I would not buy multiple items this way... buy one and pay it off, then go again 

PS or buy good used equipment, all of my SB have been bought used.


----------



## jtclays (Sep 24, 2010)

I think it's also a way to give yourself some time for an old unit to sell. Blowers take up floor space and are only around for a short period in the showrooms. If you want a new, but really need to sell your old to have room or use the money toward it, financing helps. If you wait until prime time to get top dollar for your old, sometimes the new stuff is sold out. Anybody from the east coast may be familiar with that situation the last couple years


----------



## Cardo111 (Feb 16, 2015)

Ariens is running a very good finance promo through Sheffield which I mentioned on a post yesterday you can check it out on their website under financing. If you spend $1500.+ For a $50. Loan fee You can pay it off in 4 years, I think that it equates to .33% APR essentially free money.


----------



## tdipaul (Jul 11, 2015)

Cardo111 said:


> Ariens is running a very good finance promo through Sheffield which I mentioned on a post yesterday you can check it out on their website under financing. If you spend $1500.+ For a $50. Loan fee You can pay it off in 4 years, I think that it equates to .33% APR essentially free money.
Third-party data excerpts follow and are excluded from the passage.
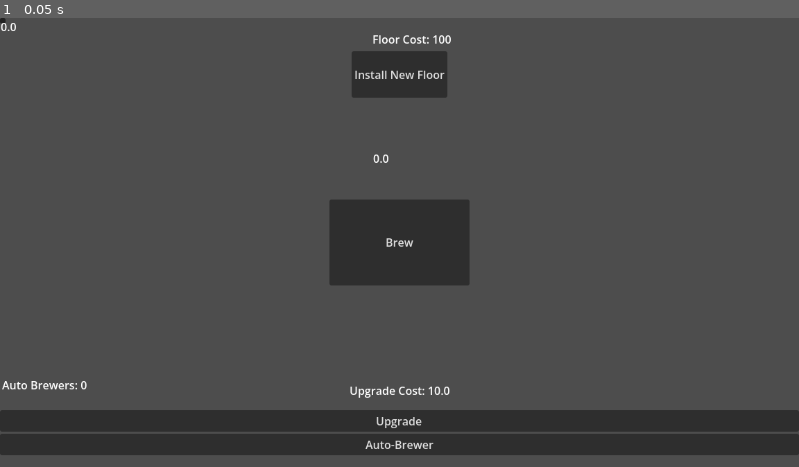
Above: before the commit, frame 1.
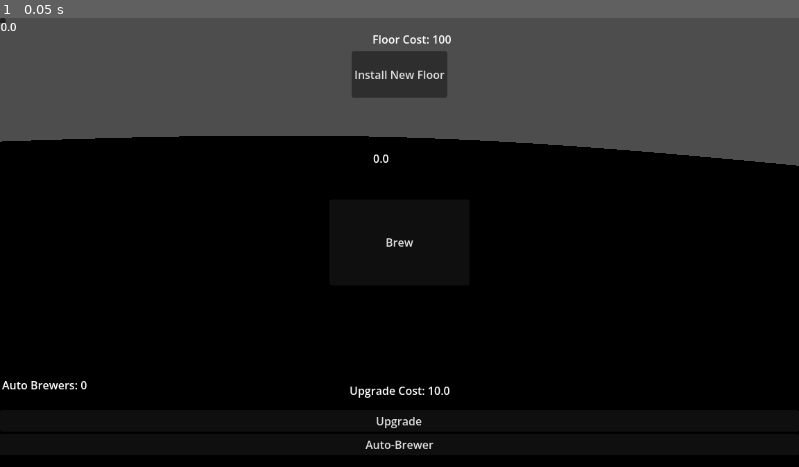
Above: after the commit, the same moment.

Repository: BIIGORANGE/Tallest-Coffee
Game: Godot game, scene res://main.tscn
Same seed, same stepped clock (60 frames per second), same inputs: the game is played once before the commit and once after it.
Inputs:
- Up to frame 1 (0.05 s): no input

The runs differ from the first frame. In frame 1, 72% of the frame differs, in the area x 0-100%, y 26-100%.

Commit message:
adding 3d placeholder elements
TODO:
Find a way to stack many floors on top of each other indefinitely and any number of times.
Perhaps instancing the object at a fixed point above the previous' origin?

Diff:
--- /dev/null
+++ b/brewing-game/3d_main.gd
@@ -0,0 +1,14 @@
+extends Node3D
+
+
+@onready var floors: StaticBody3D = $Floors
+
+var height = floors
+# Called when the node enters the scene tree for the first time.
+func _ready() -> void:
+	pass # Replace with function body.
+
+
+# Called every frame. 'delta' is the elapsed time since the previous frame.
+func _process(delta: float) -> void:
+	pass
--- a/brewing-game/main.gd
+++ b/brewing-game/ControlMain.gd
@@ -1,4 +1,4 @@
-extends Control
+extends Node
 @onready var brew: Button = $Brew
 @onready var upgrade: Button = $Upgrade
 @onready var new_floor: Button = $NewFloor
--- /dev/null
+++ b/brewing-game/floors.tscn
@@ -0,0 +1,15 @@
+[gd_scene format=3 uid="uid://cdkiobbis424n"]
+
+[sub_resource type="BoxMesh" id="BoxMesh_benuk"]
+size = Vector3(3, 1, 3)
+
+[sub_resource type="BoxShape3D" id="BoxShape3D_ffyv4"]
+size = Vector3(3, 1, 3)
+
+[node name="Floors" type="StaticBody3D" unique_id=223573259]
+
+[node name="MeshInstance3D" type="MeshInstance3D" parent="." unique_id=1649886089]
+mesh = SubResource("BoxMesh_benuk")
+
+[node name="CollisionShape3D" type="CollisionShape3D" parent="." unique_id=1780766227]
+shape = SubResource("BoxShape3D_ffyv4")
--- a/brewing-game/main.tscn
+++ b/brewing-game/main.tscn
@@ -1,18 +1,19 @@
 [gd_scene format=3 uid="uid://cc052p63gd5i6"]
 
-[ext_resource type="Script" uid="uid://c0nj0pc0q3tfi" path="res://main.gd" id="1_ig7tw"]
+[ext_resource type="Script" uid="uid://c0nj0pc0q3tfi" path="res://ControlMain.gd" id="1_ig7tw"]
+[ext_resource type="Script" uid="uid://dft8h3ay01bl1" path="res://3d_main.gd" id="2_h2yge"]
+[ext_resource type="PackedScene" uid="uid://cdkiobbis424n" path="res://floors.tscn" id="3_1bvp3"]
 
-[node name="Main" type="Control" unique_id=838311848]
-layout_mode = 3
-anchors_preset = 15
-anchor_right = 1.0
-anchor_bottom = 1.0
-grow_horizontal = 2
-grow_vertical = 2
+[sub_resource type="BoxShape3D" id="BoxShape3D_h2yge"]
+
+[sub_resource type="SphereMesh" id="SphereMesh_1bvp3"]
+radius = 800.0
+height = 1600.0
+
+[node name="ControlMain" type="Node" unique_id=1851741253]
 script = ExtResource("1_ig7tw")
 
 [node name="Brew" type="Button" parent="." unique_id=2075846504]
-layout_mode = 1
 anchors_preset = 8
 anchor_left = 0.5
 anchor_top = 0.5
@@ -27,7 +28,6 @@
 text = "Brew"
 
 [node name="Upgrade" type="Button" parent="." unique_id=2086158884]
-layout_mode = 1
 anchors_preset = 12
 anchor_top = 1.0
 anchor_right = 1.0
@@ -40,7 +40,6 @@
 "
 
 [node name="AutoBrewUpgrade" type="Button" parent="." unique_id=528973530]
-layout_mode = 1
 anchors_preset = 14
 anchor_top = 0.5
 anchor_right = 1.0
@@ -52,7 +51,6 @@
 text = "Auto-Brewer"
 
 [node name="NewFloor" type="Button" parent="." unique_id=873839409]
-layout_mode = 1
 anchors_preset = 5
 anchor_left = 0.5
 anchor_right = 0.5
@@ -64,17 +62,14 @@
 text = "Install New Floor"
 
 [node name="StrawberryUpgrade" type="Button" parent="." unique_id=1941571586]
-layout_mode = 0
 offset_right = 8.0
 offset_bottom = 8.0
 
-[node name="Button2" type="Button" parent="." unique_id=643629052]
-layout_mode = 0
+[node name="BananaUpgrade" type="Button" parent="." unique_id=643629052]
 offset_right = 8.0
 offset_bottom = 8.0
 
 [node name="UpgradeCost" type="Label" parent="." unique_id=839407247]
-layout_mode = 1
 anchors_preset = 7
 anchor_left = 0.5
 anchor_top = 1.0
@@ -89,7 +84,6 @@
 text = "Upgrade Cost: "
 
 [node name="CoffeeCounter" type="Label" parent="." unique_id=44092733]
-layout_mode = 1
 anchors_preset = 8
 anchor_left = 0.5
 anchor_top = 0.5
@@ -103,21 +97,18 @@
 grow_vertical = 2
 
 [node name="TotalCoffeeCount" type="Label" parent="." unique_id=1573962714]
-layout_mode = 0
 offset_left = 1.0
 offset_top = 1.0
 offset_right = 100.0
 offset_bottom = 56.0
 
 [node name="AutoBrewers" type="Label" parent="." unique_id=1386275607]
-layout_mode = 0
 offset_left = 3.0
 offset_top = 518.0
 offset_right = 111.0
 offset_bottom = 557.0
 
 [node name="FloorCost" type="Label" parent="." unique_id=53398053]
-layout_mode = 0
 offset_left = 537.0
 offset_top = 19.0
 offset_right = 577.0
@@ -125,6 +116,24 @@
 
 [node name="AutoBrewTimer" type="Timer" parent="." unique_id=282432889]
 
+[node name="3DMain" type="Node3D" parent="." unique_id=1813402994]
+script = ExtResource("2_h2yge")
+
+[node name="Floors" parent="3DMain" unique_id=223573259 instance=ExtResource("3_1bvp3")]
+transform = Transform3D(1, 0, 0, 0, 1, 0, 0, 0, 1, 0, 0.5, 0)
+
+[node name="Earth" type="StaticBody3D" parent="3DMain" unique_id=164753407]
+
+[node name="CollisionShape3D" type="CollisionShape3D" parent="3DMain/Earth" unique_id=1951721350]
+shape = SubResource("BoxShape3D_h2yge")
+
+[node name="MeshInstance3D" type="MeshInstance3D" parent="3DMain/Earth" unique_id=266551284]
+transform = Transform3D(1, 0, 0, 0, 1, 0, 0, 0, 1, 0, -800, 0)
+mesh = SubResource("SphereMesh_1bvp3")
+
+[node name="Camera3D" type="Camera3D" parent="3DMain" unique_id=740457511]
+transform = Transform3D(0.6021296, -0.33935905, 0.72268605, 0.027819209, 0.91353786, 0.40580082, -0.7979135, -0.22424015, 0.5595091, 4.2433834, 2.2922816, 3.0208702)
+
 [connection signal="pressed" from="Brew" to="." method="_on_brew_pressed"]
 [connection signal="pressed" from="Upgrade" to="." method="_on_upgrade_pressed"]
 [connection signal="pressed" from="AutoBrewUpgrade" to="." method="_on_auto_brew_upgrade_pressed"]
Not shown, added: brewing-game/3d_main.gd.uid
Renamed: brewing-game/main.gd.uid -> brewing-game/ControlMain.gd.uid
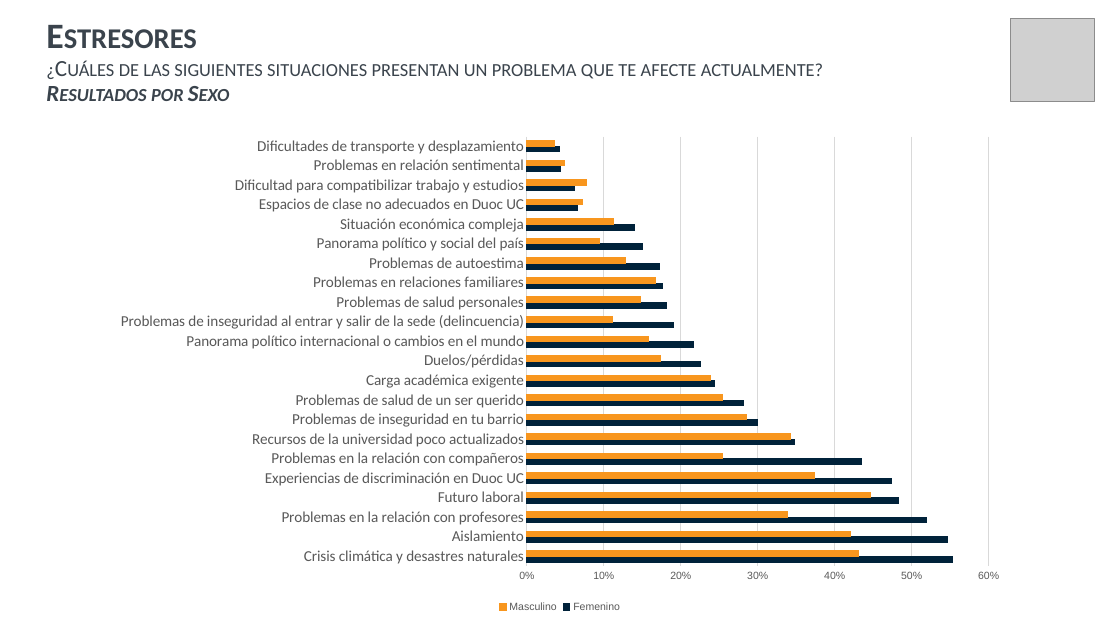
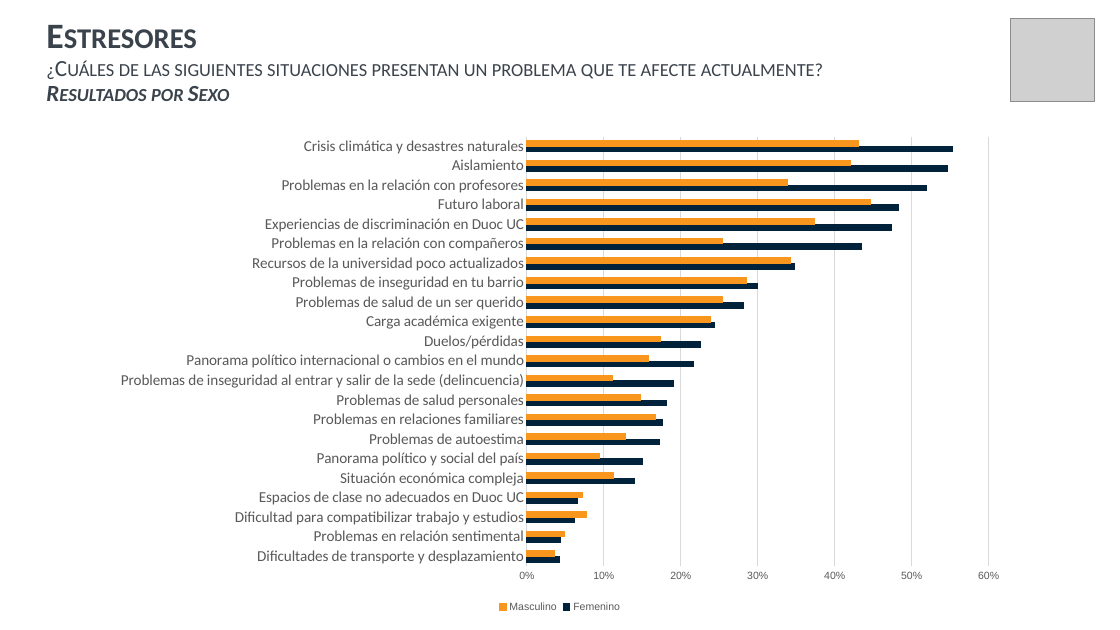
Before and after one commit to SebaValenzuela/RBDUOC2025, a slide deck: slide 16 of reports/output/reporte-generado.pptx. Drawn at 1120x630 pixels with LibreOffice and Linux fonts; fonts in the diff are those of the drawing; grey boxes stand for pictures; background and template pictures are left out. Boxes give left, top, right and bottom in pixels: in the first picture for what was removed or moved away, otherwise in the second. Text is boxed around its words. In the diff, an @@ line names an element or a change of style, - is before the commit and + after.

```diff
--- a/reports/output/reporte-generado.pptx
+++ b/reports/output/reporte-generado.pptx
@@ bar chart at [103, 127, 1017, 617] @@
-categories: Crisis climática y desastres naturales, Aislamiento, Problemas en la relación con profesores, Futuro laboral, Experiencias de discriminación en Duoc UC, Problemas en la relación con compañeros, Recursos de la universidad poco actualizados, Problemas de inseguridad en tu barrio, Problemas de salud de un ser querido, Carga académica exigente, Duelos/pérdidas, Panorama político internacional o cambios en el mundo, Problemas de inseguridad al entrar y salir de la sede (delincuencia), Problemas de salud personales, Problemas en relaciones familiares, Problemas de autoestima, Panorama político y social del país, Situación económica compleja, Espacios de clase no adecuados en Duoc UC, Dificultad para compatibilizar trabajo y estudios, Problemas en relación sentimental, Dificultades de transporte y desplazamiento
+categories: Dificultades de transporte y desplazamiento, Problemas en relación sentimental, Dificultad para compatibilizar trabajo y estudios, Espacios de clase no adecuados en Duoc UC, Situación económica compleja, Panorama político y social del país, Problemas de autoestima, Problemas en relaciones familiares, Problemas de salud personales, Problemas de inseguridad al entrar y salir de la sede (delincuencia), Panorama político internacional o cambios en el mundo, Duelos/pérdidas, Carga académica exigente, Problemas de salud de un ser querido, Problemas de inseguridad en tu barrio, Recursos de la universidad poco actualizados, Problemas en la relación con compañeros, Experiencias de discriminación en Duoc UC, Futuro laboral, Problemas en la relación con profesores, Aislamiento, Crisis climática y desastres naturales
-Femenino: 0.55, 0.55, 0.52, 0.48, 0.47, 0.44, 0.35, 0.3, 0.28, 0.24, 0.23, 0.22, 0.19, 0.18, 0.18, 0.17, 0.15, 0.14, 0.07, 0.06, 0.04, 0.04
+Femenino: 0.04, 0.04, 0.06, 0.07, 0.14, 0.15, 0.17, 0.18, 0.18, 0.19, 0.22, 0.23, 0.24, 0.28, 0.3, 0.35, 0.44, 0.47, 0.48, 0.52, 0.55, 0.55
-Masculino: 0.43, 0.42, 0.34, 0.45, 0.37, 0.25, 0.34, 0.29, 0.25, 0.24, 0.17, 0.16, 0.11, 0.15, 0.17, 0.13, 0.09, 0.11, 0.07, 0.08, 0.05, 0.04
+Masculino: 0.04, 0.05, 0.08, 0.07, 0.11, 0.09, 0.13, 0.17, 0.15, 0.11, 0.16, 0.17, 0.24, 0.25, 0.29, 0.34, 0.25, 0.37, 0.45, 0.34, 0.42, 0.43
@@ value axis changed @@
```
Also in this commit, not shown: 19 other slides changed, 2 slides removed, 6 other files.
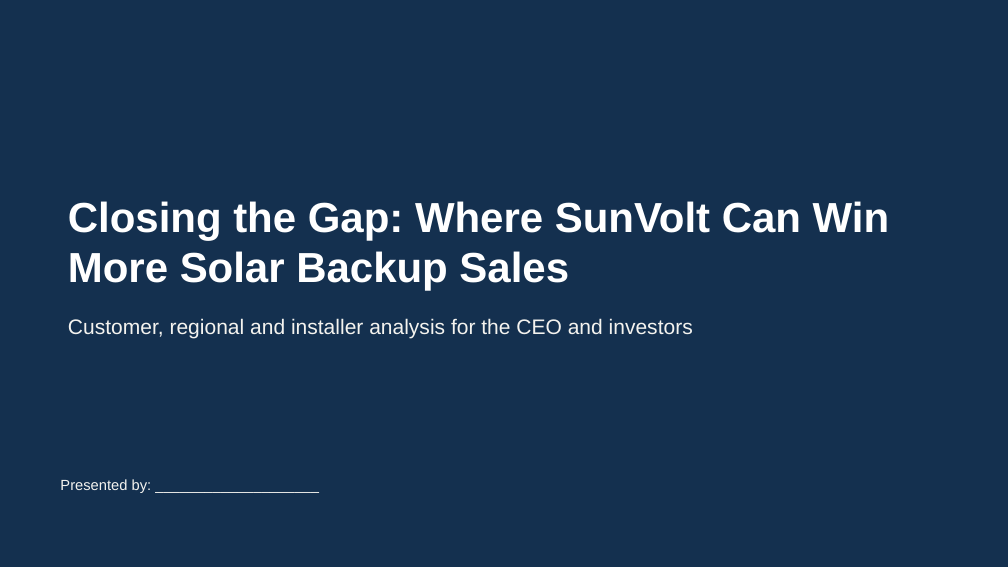
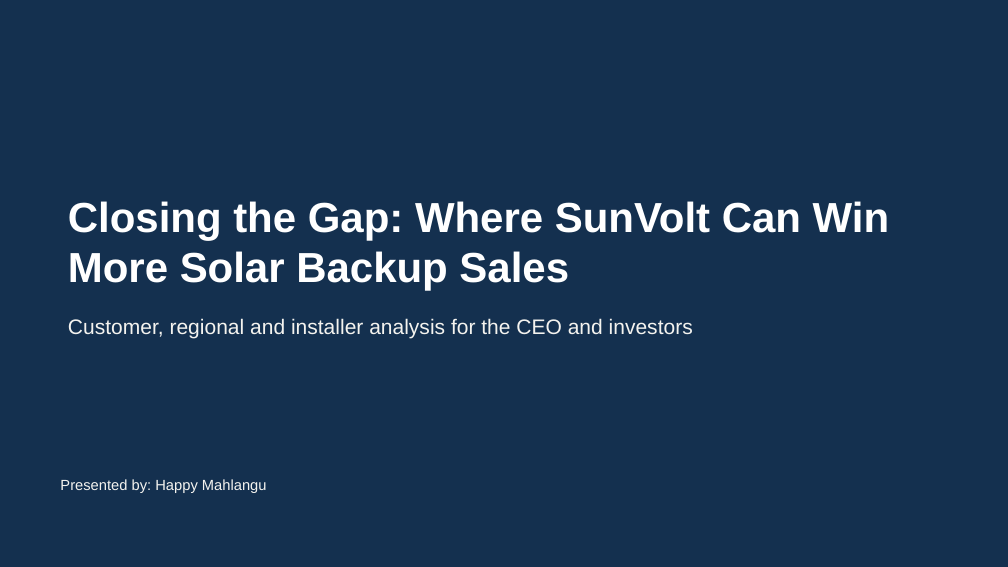
Before and after one commit to HappyDevs1/sunvolt-solar, a slide deck: slide 1 of report/SunVolt_Presentation.pptx. Drawn at 1008x567 pixels with LibreOffice and Linux fonts; fonts in the diff are those of the drawing. Boxes give left, top, right and bottom in pixels: in the first picture for what was removed or moved away, otherwise in the second. Text is boxed around its words. In the diff, an @@ line names an element or a change of style, - is before the commit and + after.

Commit message:
Add presenter name to deck title slide

```diff
--- a/report/SunVolt_Presentation.pptx
+++ b/report/SunVolt_Presentation.pptx
@@ text at bbox=[60, 479, 267, 493]: text changed @@
-Presented by: ____________________
+Presented by: Happy Mahlangu
```
Also in this commit, not shown: 1 other file.

 under these terms a 28 Hydro Pro would be <$50 a month! :smiley-confused009:


----------



## Zavie (Sep 23, 2014)

:icon_smile_approve:Hmmm.....24" Platinum Sho! How can I not think about that. Imagine myself at work after a big snow. I pull out the phone and show the videos of me blowing snow over my neighbors house! So worth it!


----------



## Kiss4aFrog (Nov 3, 2013)

4 years of "free" money for just a 50 dollar loan fee, sounds good to me.

I keep trying to tell the GF to use her card for credit instead of debit and I just get the look. Why not use their money for a month and keep yours in the back ??

When I had a GM gold card (back when a gold was really something) I used to charge anything I could so I built up credits towards a new car. I ended up buying a brand new last years Geo Metro and had over half of it paid from the credits. Then I charged the balance to the card to start building up credits again. I love using someone elses money but I keep an eagle eye on making those monthly payments on time. It's so much simpler these days with automatic withdrawals. No reason to miss a payment and get hit with that twenty or thirty something percent interest fee for a missed payment.


----------



## joeyd5oh (Aug 30, 2015)

I was tempted myself to sign up for the Toro Card to get 18 months interest free on a new Toro 928 HD OXHE. But at the end I decided to sign up for the home depot Credit card and they also offered 18months interest free for the same machine and at a cheaper price than the Toro Dealer. I also figured I would use the Home Depot Credit card a lot more since im always there and the Toro card is limited to just Toro Dealers. I am expecting delivery of the 928 HD tomorrow actually


----------



## PixMan (Feb 14, 2015)

Interesting choice. What was your deciding factor(s) on choosing that one over the Ariens Deluxe 30 that sells there for $100 less, with a bigger motor, fuel tank, impeller and wider tires? Just curious. Both delivered free.

Product Comparison Page


----------



## joeyd5oh (Aug 30, 2015)

PixMan said:


> Interesting choice. What was your deciding factor(s) on choosing that one over the Ariens Deluxe 30 that sells there for $100 less, with a bigger motor, fuel tank, impeller and wider tires? Just curious. Both delivered free.
> 
> Product Comparison Page


While Ariens no doubt makes a excellent product I am one of the few who actually likes the Quick Stick and the plastic chute. I also have some areas that are covered in gravel and previous blowers with metal chutes became problematic with chipping and needing to be repainted after every season. I am also not a fan of the new auto turn steering. Two of my neighbors have Ariens with this feature and even after the proper adjustment it sometimes tends to wander off track especially when hitting areas of ice. While the auto turn steering is a great idea I just think Ariens needs another year or so to perfect it. 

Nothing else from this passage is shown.